22 / 105
第1章 ファスティアの冒険者
第22話 トリックスター
しおりを挟む
エルスたちがファスティアへの帰路についた頃。
自警団長カダンは部下たちと共に、遺跡内を注意深く観察していた。
冒険者たちの尽力により、〝はじまりの遺跡の異変〟は治まった。
だが、それは魔物の出現が抑えられただけに過ぎず、すべてが解決したとはいえない。異変の原因を探し当てるまでは、自警団の一日は終わらない。
「団長! ここに通路が……。奥に部屋があります!」
「おお、すぐに行く!」
どうやら目的の場所が見つかったらしい。カダンは団員たちを引き連れて声の元へ急ぐ。件の通路は、周囲の壁や瓦礫のせいで目立たなくなっていたようだ。
「うぐッ……、これは酷いな……」
見つかった部屋は比較的風化が少なく、しっかりと天井も存在している。床には焼け焦げたような魔法陣が描かれており、壁にも激しい焦げ痕や真新しい斬撃の傷、真っ黒な液体が撒き散らされたような跡が生々しく遺されている。

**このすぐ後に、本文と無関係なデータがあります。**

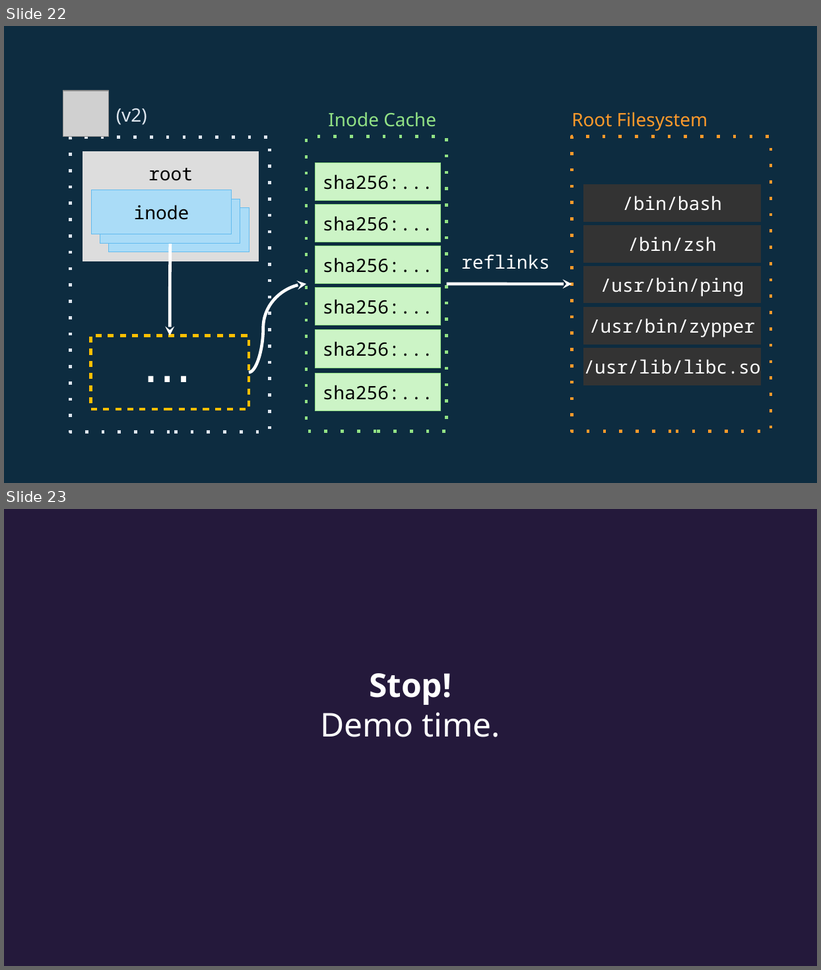
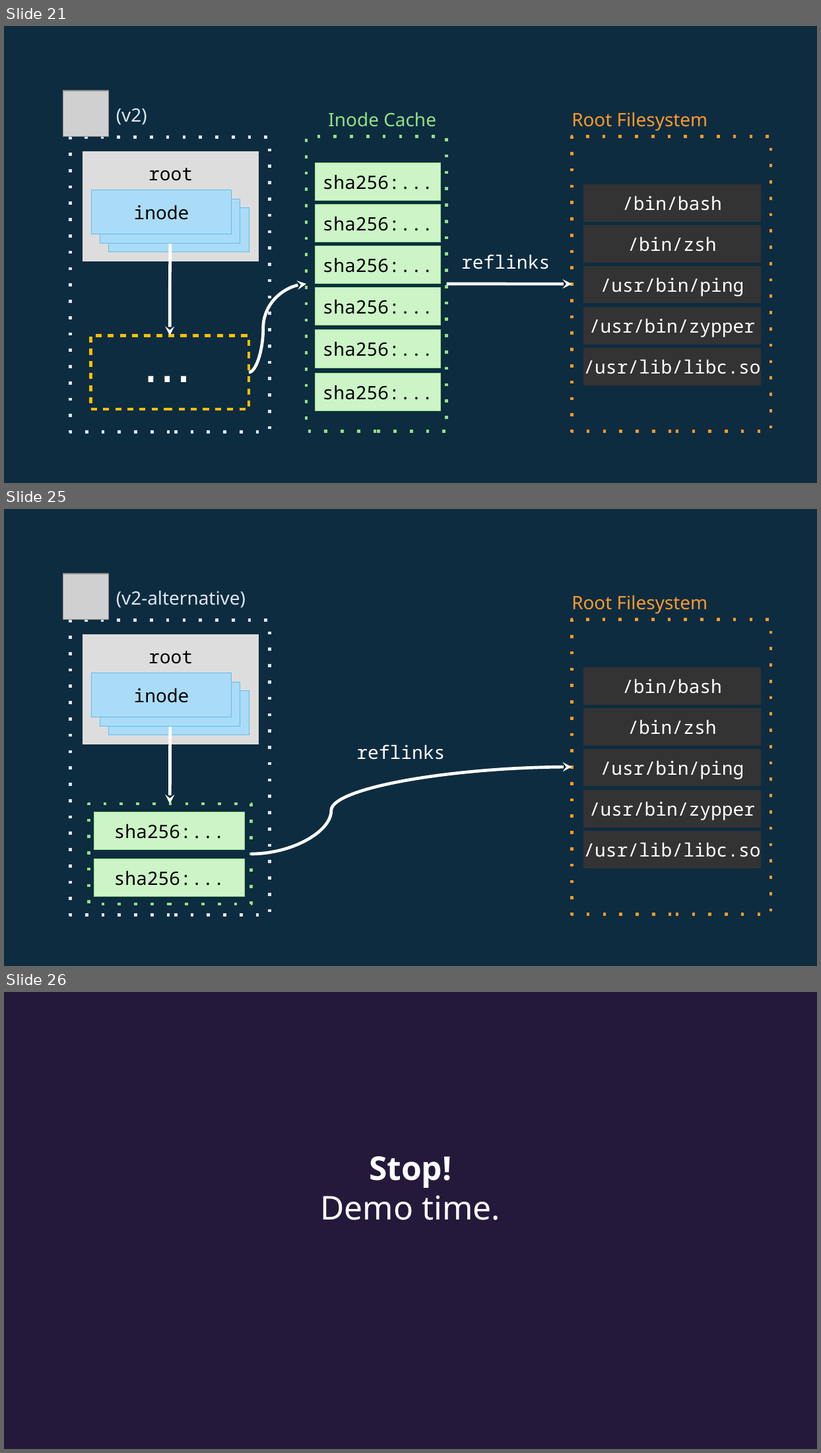
Before and after one commit to cyphar/talks, a slide deck: 2020/01-linux-conf-au/ociv2/container-images-considered-harmful.odp. Shown one above the other, each under a label of ours: slides 22 and 23 before the commit, slides 21, 25 and 26 after it; the slides between them are not shown. The pictures are 821x970 and 821x1453 pixels, drawn with LibreOffice and Linux fonts; fonts in the diff are those of the drawing; grey boxes stand for pictures. Boxes give left, top, right and bottom in pixels: in the first picture for what was removed or moved away, otherwise in the second. Text is boxed around its words. In the diff, an @@ line names an element or a change of style, - is before the commit and + after.

```diff
--- a/2020/01-linux-conf-au/ociv2/container-images-considered-harmful.odp
+++ b/2020/01-linux-conf-au/ociv2/container-images-considered-harmful.odp
@@ slide 25 added at (4, 509, 817, 966), background #0D2C40 @@
@@ picture added at (63, 574, 109, 620) @@
@@ text added at (116, 590, 246, 608), 18 pt, text #DEE6EF @@
+(v2-alternative)
@@ text added at (572, 595, 708, 614), 18 pt, text #FD9A2B @@
+Root Filesystem
@@ rectangle added at (71, 621, 269, 916), outline #DEE6EF 3 pt @@
@@ rectangle added at (572, 620, 772, 915), outline #FD9A2B 3 pt @@
@@ rectangle added at (83, 634, 259, 745), fill #DDDDDD, outline #0D2C40 0 pt, 18 pt, text #000000 @@
+root
@@ rectangle added at (92, 673, 232, 718), fill #AADCF7, outline #63BBEE 0 pt, 18 pt, text #000000 @@
+inode
@@ rectangle added at (100, 683, 240, 727), fill #AADCF7, outline #63BBEE 0 pt, 18 pt, text #000000 @@
+inode
@@ rectangle added at (584, 667, 761, 704), fill #333333, outline #333333 0 pt, 18 pt, text #FFFFFF @@
+/bin/bash
@@ rectangle added at (109, 691, 249, 735), fill #AADCF7, outline #63BBEE 0 pt, 18 pt, text #000000 @@
+inode
@@ rectangle added at (584, 709, 761, 746), fill #333333, outline #333333 0 pt, 18 pt, text #FFFFFF @@
+/bin/zsh
@@ curved arrow added from (170, 727) to (170, 804), #FFFFFF 3 pt @@
@@ text added at (356, 745, 445, 760), 18 pt, text #FFFFFF @@
+reflinks
@@ rectangle added at (584, 749, 761, 786), fill #333333, outline #333333 0 pt, 18 pt, text #FFFFFF @@
+/usr/bin/ping
@@ curved arrow added from (252, 854) to (572, 767), #FFFFFF 3 pt @@
@@ rectangle added at (89, 804, 252, 904), outline #92E285 3 pt @@
@@ rectangle added at (584, 790, 761, 827), fill #333333, outline #333333 0 pt, 18 pt, text #FFFFFF @@
+/usr/bin/zypper
@@ rectangle added at (94, 812, 244, 850), fill #CCF4C6, outline #92E285 0 pt, 18 pt, text #000000 @@
+sha256:...
@@ rectangle added at (584, 832, 761, 868), fill #333333, outline #333333 0 pt, 18 pt, text #FFFFFF @@
+/usr/lib/libc.so
@@ rectangle added at (94, 859, 244, 897), fill #CCF4C6, outline #92E285 0 pt, 18 pt, text #000000 @@
+sha256:...
@@ what was slide 22 is now slide 21 @@
@@ what was slide 23 is now slide 26 @@
```
Also in this commit, not shown: 3 slides changed, 5 other slides added, 1 other file.

そして床の中央には、黒い布を被せられた何かが安置されていた。
「団長、これがロイマン殿の言っていた……?」
「ああ……。よし、取るぞ……」
カダンは腰を屈め、ゆっくりと布を剥がす。その下から現れたのは、人とも魔物とも知れぬ、まさしく異形の存在だった。
「これはっ……!? うっ……!」
「ぐっ……、無理に見るな。他の者も、一度下がるのだ!」
ピクリとも動かない異形のそれは、人の形こそしているが――すでに躰の大半は、黒く硬質な石のように変異している。顔の半分は、縦に開いた一つの巨大な目玉によって占拠され、頭には大きな角が生えていた。
そして、もう半分。
辛うじて人の状態を保っている彼の顔に、カダンは見覚えがあった。
「むうっ……。まさかザイン、なのか?」
白目を剥き、苦悶とも恍惚ともとれる不気味な表情を浮かべてはいるが――それは紛れもなく、ファスティア自警団の魔術士・ザインだった。
「ザイン……。なぜ彼が……」
「やっぱり、あの噂は……」
「また不祥事か……。今度こそ、お終いかもな……」
得体の知れない存在の正体が判った安堵からか、団員らからはヒソヒソと陰口が漏れ出している。対して団長は静かに、部下だった男を見つめていた。
もう動かない。死んでいるのだ、彼は。
カダンは握りしめていた黒い棒切れと、変異したザインの躰を見比べる。じっくりと調べるまでもなく、これらは同じモノだろう。
「ほほう! これは、実に興味深いですねぇ」
「……うわおッ!?」
不意に聞こえた場違いな声に、カダンは思わず大きく仰け反る。いつの間にか彼の隣では若いエルフ族の紳士が、ザインの遺体を覗きこんでいた。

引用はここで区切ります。